[INSTRUCTIONS TO FOLLOW] Scan the records below for the word "upper" and give only the number of lines that hold it.

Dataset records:
-.-.-

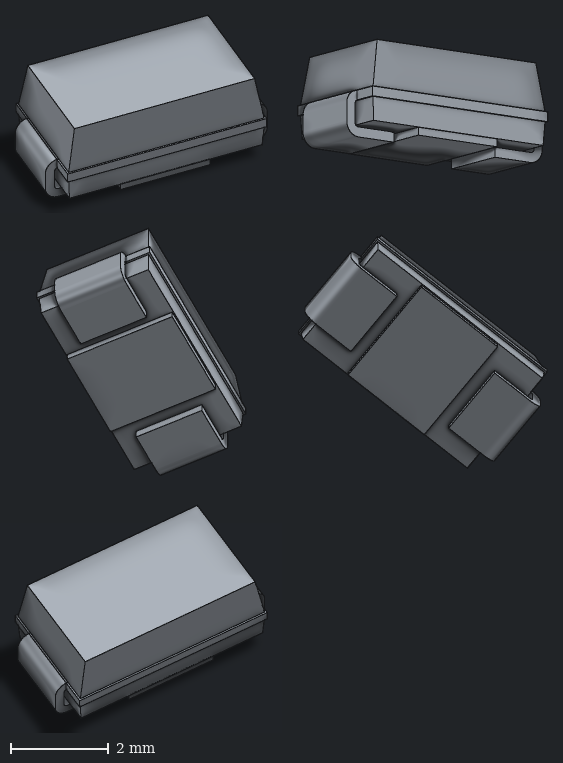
import cadquery as cq

flange_width = 2.58
flange_length = 4.48
flange_top = 0.98

housing_top = 2.0
housing_bottom = 0.275
root_width = 2.5
top_width = 2.32
top_length = 4.06
bottom_width = 2.45
bottom_length = 4.34

pad_width = 2.4
pad_length = 2.01
pad_bottom = 0.11

lead_span = 5.0
lead_width = 1.5
lead_thickness = 0.21
bend_radius = 0.3
foot_length = 1.21

flange_bottom = flange_top - lead_thickness
lead_outer = lead_span / 2
lead_root = lead_outer - bend_radius
root_length = 2 * lead_root
foot_tip = lead_outer - foot_length


def make_taper(root_z, end_z, end_width, end_length):
    """Four-sided taper from the common root rectangle to a smaller end."""
    return (
        cq.Workplane("XY", origin=(0, 0, root_z))
        .rect(root_width, root_length)
        .workplane(offset=end_z - root_z)
        .rect(end_width, end_length)
        .loft(ruled=True)
    )


def make_lead(side):
    """J-bent strip; side is -1 for the -Y end and +1 for the +Y end."""
    inner_radius = bend_radius - lead_thickness
    inner_wall = lead_outer - lead_thickness
    profile = (
        cq.Workplane("YZ", origin=(-lead_width / 2, 0, 0))
        .moveTo(foot_tip, 0)
        .lineTo(lead_root, 0)
        .radiusArc((lead_outer, bend_radius), -bend_radius)
        .lineTo(lead_outer, flange_top - bend_radius)
        .radiusArc((lead_root, flange_top), -bend_radius)
        .lineTo(lead_root, flange_bottom)
        .radiusArc((inner_wall, flange_bottom - inner_radius), inner_radius)
        .lineTo(inner_wall, bend_radius)
        .radiusArc((lead_root, lead_thickness), inner_radius)
        .lineTo(foot_tip, lead_thickness)
        .close()
    )
    lead = profile.extrude(lead_width)
    if side < 0:
        lead = lead.mirror("XZ")
    return lead


def make_housing():
    """Flange and both tapers, with a notch in the flange for each lead."""
    flange = (
        cq.Workplane("XY", origin=(0, 0, flange_bottom))
        .rect(flange_width, flange_length)
        .extrude(lead_thickness)
    )
    upper = make_taper(flange_top, housing_top, top_width, top_length)
    lower = make_taper(flange_bottom, housing_bottom, bottom_width, bottom_length)
    housing = flange.union(upper).union(lower)
    for lead in leads:
        housing = housing.cut(lead)
    return housing


def make_pad():
    """Flat rectangular pad seated on the underside of the housing."""
    return (
        cq.Workplane("XY", origin=(0, 0, pad_bottom))
        .rect(pad_width, pad_length)
        .extrude(housing_bottom - pad_bottom)
    )


leads = [make_lead(side) for side in (-1, 1)]
housing = make_housing()
pad = make_pad()

result = cq.Compound.makeCompound([housing.val(), pad.val(), *[lead.val() for lead in leads]])

-.-.-

[TASK RESPONSE] 2